* **Work required**:
Could you repeat the listing below exactly while leaving its pictures behind?

□ □ □

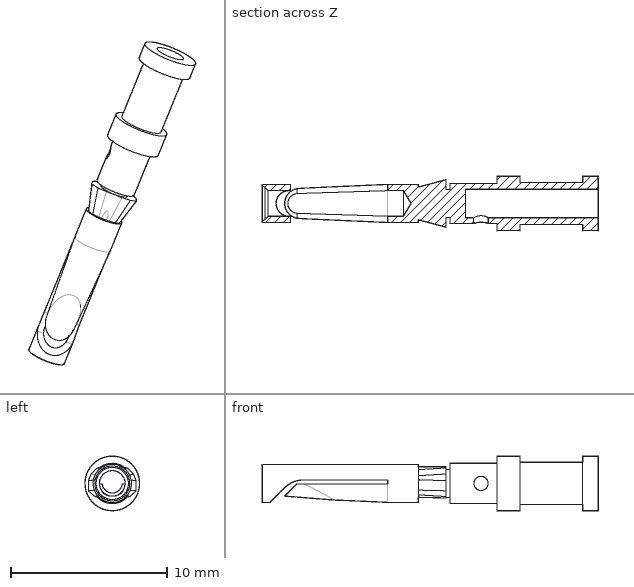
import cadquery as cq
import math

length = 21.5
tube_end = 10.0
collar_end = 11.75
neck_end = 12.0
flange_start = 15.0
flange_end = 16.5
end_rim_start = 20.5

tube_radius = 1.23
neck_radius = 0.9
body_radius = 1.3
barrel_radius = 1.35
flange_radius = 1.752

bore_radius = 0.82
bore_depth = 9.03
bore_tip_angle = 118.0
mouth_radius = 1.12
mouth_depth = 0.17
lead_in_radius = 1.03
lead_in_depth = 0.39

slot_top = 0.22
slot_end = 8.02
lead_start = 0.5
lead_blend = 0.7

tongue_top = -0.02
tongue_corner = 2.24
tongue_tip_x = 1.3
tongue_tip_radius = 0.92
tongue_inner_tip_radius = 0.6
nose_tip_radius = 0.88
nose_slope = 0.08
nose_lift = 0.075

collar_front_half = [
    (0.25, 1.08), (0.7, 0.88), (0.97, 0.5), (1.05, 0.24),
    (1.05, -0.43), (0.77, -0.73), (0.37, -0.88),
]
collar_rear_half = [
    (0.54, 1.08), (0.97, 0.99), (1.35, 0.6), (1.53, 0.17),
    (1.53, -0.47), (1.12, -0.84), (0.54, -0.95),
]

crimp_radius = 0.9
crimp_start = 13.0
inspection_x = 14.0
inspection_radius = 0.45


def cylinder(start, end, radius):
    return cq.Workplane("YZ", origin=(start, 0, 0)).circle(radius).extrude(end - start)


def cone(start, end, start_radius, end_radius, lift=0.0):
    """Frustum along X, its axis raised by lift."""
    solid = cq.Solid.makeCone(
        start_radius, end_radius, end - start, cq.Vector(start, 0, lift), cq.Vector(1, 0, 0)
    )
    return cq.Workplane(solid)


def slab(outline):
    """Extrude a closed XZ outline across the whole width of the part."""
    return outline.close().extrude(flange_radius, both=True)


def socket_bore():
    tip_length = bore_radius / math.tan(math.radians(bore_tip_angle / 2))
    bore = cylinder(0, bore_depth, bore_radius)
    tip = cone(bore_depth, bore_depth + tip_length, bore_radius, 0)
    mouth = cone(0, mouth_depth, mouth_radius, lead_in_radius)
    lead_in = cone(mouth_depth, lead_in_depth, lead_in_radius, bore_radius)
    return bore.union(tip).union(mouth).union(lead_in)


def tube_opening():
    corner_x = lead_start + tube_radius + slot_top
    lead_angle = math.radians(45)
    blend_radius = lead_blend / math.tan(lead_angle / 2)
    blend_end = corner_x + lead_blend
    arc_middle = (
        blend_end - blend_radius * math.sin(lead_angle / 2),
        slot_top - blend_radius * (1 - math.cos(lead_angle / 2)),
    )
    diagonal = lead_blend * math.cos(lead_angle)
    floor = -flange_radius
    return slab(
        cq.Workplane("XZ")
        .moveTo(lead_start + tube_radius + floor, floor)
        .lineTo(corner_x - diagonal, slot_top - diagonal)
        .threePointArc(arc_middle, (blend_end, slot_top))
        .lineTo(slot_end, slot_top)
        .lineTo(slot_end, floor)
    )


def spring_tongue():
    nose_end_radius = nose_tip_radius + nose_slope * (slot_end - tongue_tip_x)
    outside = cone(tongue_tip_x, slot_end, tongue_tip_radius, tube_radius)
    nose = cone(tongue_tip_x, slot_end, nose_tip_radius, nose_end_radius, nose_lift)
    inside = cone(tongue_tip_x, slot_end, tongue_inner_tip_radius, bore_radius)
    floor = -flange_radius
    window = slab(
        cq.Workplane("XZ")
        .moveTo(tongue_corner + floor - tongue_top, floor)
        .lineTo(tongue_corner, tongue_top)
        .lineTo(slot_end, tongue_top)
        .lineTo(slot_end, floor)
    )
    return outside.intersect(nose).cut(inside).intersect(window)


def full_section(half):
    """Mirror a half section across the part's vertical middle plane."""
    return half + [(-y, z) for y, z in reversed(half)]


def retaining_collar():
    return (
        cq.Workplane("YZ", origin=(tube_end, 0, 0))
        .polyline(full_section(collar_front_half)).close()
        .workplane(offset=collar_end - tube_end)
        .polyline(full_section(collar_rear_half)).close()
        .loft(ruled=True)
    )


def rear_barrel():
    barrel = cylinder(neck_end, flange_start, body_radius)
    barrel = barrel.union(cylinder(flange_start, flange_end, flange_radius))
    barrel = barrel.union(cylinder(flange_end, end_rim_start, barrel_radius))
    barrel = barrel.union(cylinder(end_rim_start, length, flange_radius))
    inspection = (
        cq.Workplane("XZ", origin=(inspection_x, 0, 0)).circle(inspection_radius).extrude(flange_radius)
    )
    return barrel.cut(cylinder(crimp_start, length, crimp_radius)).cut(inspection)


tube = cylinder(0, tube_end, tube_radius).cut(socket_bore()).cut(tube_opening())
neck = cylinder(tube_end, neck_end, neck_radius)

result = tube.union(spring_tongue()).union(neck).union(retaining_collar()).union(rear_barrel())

□ □ □

* **Solution**:
import cadquery as cq
import math

length = 21.5
tube_end = 10.0
collar_end = 11.75
neck_end = 12.0
flange_start = 15.0
flange_end = 16.5
end_rim_start = 20.5

tube_radius = 1.23
neck_radius = 0.9
body_radius = 1.3
barrel_radius = 1.35
flange_radius = 1.752

bore_radius = 0.82
bore_depth = 9.03
bore_tip_angle = 118.0
mouth_radius = 1.12
mouth_depth = 0.17
lead_in_radius = 1.03
lead_in_depth = 0.39

slot_top = 0.22
slot_end = 8.02
lead_start = 0.5
lead_blend = 0.7

tongue_top = -0.02
tongue_corner = 2.24
tongue_tip_x = 1.3
tongue_tip_radius = 0.92
tongue_inner_tip_radius = 0.6
nose_tip_radius = 0.88
nose_slope = 0.08
nose_lift = 0.075

collar_front_half = [
    (0.25, 1.08), (0.7, 0.88), (0.97, 0.5), (1.05, 0.24),
    (1.05, -0.43), (0.77, -0.73), (0.37, -0.88),
]
collar_rear_half = [
    (0.54, 1.08), (0.97, 0.99), (1.35, 0.6), (1.53, 0.17),
    (1.53, -0.47), (1.12, -0.84), (0.54, -0.95),
]

crimp_radius = 0.9
crimp_start = 13.0
inspection_x = 14.0
inspection_radius = 0.45


def cylinder(start, end, radius):
    return cq.Workplane("YZ", origin=(start, 0, 0)).circle(radius).extrude(end - start)


def cone(start, end, start_radius, end_radius, lift=0.0):
    """Frustum along X, its axis raised by lift."""
    solid = cq.Solid.makeCone(
        start_radius, end_radius, end - start, cq.Vector(start, 0, lift), cq.Vector(1, 0, 0)
    )
    return cq.Workplane(solid)


def slab(outline):
    """Extrude a closed XZ outline across the whole width of the part."""
    return outline.close().extrude(flange_radius, both=True)


def socket_bore():
    tip_length = bore_radius / math.tan(math.radians(bore_tip_angle / 2))
    bore = cylinder(0, bore_depth, bore_radius)
    tip = cone(bore_depth, bore_depth + tip_length, bore_radius, 0)
    mouth = cone(0, mouth_depth, mouth_radius, lead_in_radius)
    lead_in = cone(mouth_depth, lead_in_depth, lead_in_radius, bore_radius)
    return bore.union(tip).union(mouth).union(lead_in)


def tube_opening():
    corner_x = lead_start + tube_radius + slot_top
    lead_angle = math.radians(45)
    blend_radius = lead_blend / math.tan(lead_angle / 2)
    blend_end = corner_x + lead_blend
    arc_middle = (
        blend_end - blend_radius * math.sin(lead_angle / 2),
        slot_top - blend_radius * (1 - math.cos(lead_angle / 2)),
    )
    diagonal = lead_blend * math.cos(lead_angle)
    floor = -flange_radius
    return slab(
        cq.Workplane("XZ")
        .moveTo(lead_start + tube_radius + floor, floor)
        .lineTo(corner_x - diagonal, slot_top - diagonal)
        .threePointArc(arc_middle, (blend_end, slot_top))
        .lineTo(slot_end, slot_top)
        .lineTo(slot_end, floor)
    )


def spring_tongue():
    nose_end_radius = nose_tip_radius + nose_slope * (slot_end - tongue_tip_x)
    outside = cone(tongue_tip_x, slot_end, tongue_tip_radius, tube_radius)
    nose = cone(tongue_tip_x, slot_end, nose_tip_radius, nose_end_radius, nose_lift)
    inside = cone(tongue_tip_x, slot_end, tongue_inner_tip_radius, bore_radius)
    floor = -flange_radius
    window = slab(
        cq.Workplane("XZ")
        .moveTo(tongue_corner + floor - tongue_top, floor)
        .lineTo(tongue_corner, tongue_top)
        .lineTo(slot_end, tongue_top)
        .lineTo(slot_end, floor)
    )
    return outside.intersect(nose).cut(inside).intersect(window)


def full_section(half):
    """Mirror a half section across the part's vertical middle plane."""
    return half + [(-y, z) for y, z in reversed(half)]


def retaining_collar():
    return (
        cq.Workplane("YZ", origin=(tube_end, 0, 0))
        .polyline(full_section(collar_front_half)).close()
        .workplane(offset=collar_end - tube_end)
        .polyline(full_section(collar_rear_half)).close()
        .loft(ruled=True)
    )


def rear_barrel():
    barrel = cylinder(neck_end, flange_start, body_radius)
    barrel = barrel.union(cylinder(flange_start, flange_end, flange_radius))
    barrel = barrel.union(cylinder(flange_end, end_rim_start, barrel_radius))
    barrel = barrel.union(cylinder(end_rim_start, length, flange_radius))
    inspection = (
        cq.Workplane("XZ", origin=(inspection_x, 0, 0)).circle(inspection_radius).extrude(flange_radius)
    )
    return barrel.cut(cylinder(crimp_start, length, crimp_radius)).cut(inspection)


tube = cylinder(0, tube_end, tube_radius).cut(socket_bore()).cut(tube_opening())
neck = cylinder(tube_end, neck_end, neck_radius)

result = tube.union(spring_tongue()).union(neck).union(retaining_collar()).union(rear_barrel())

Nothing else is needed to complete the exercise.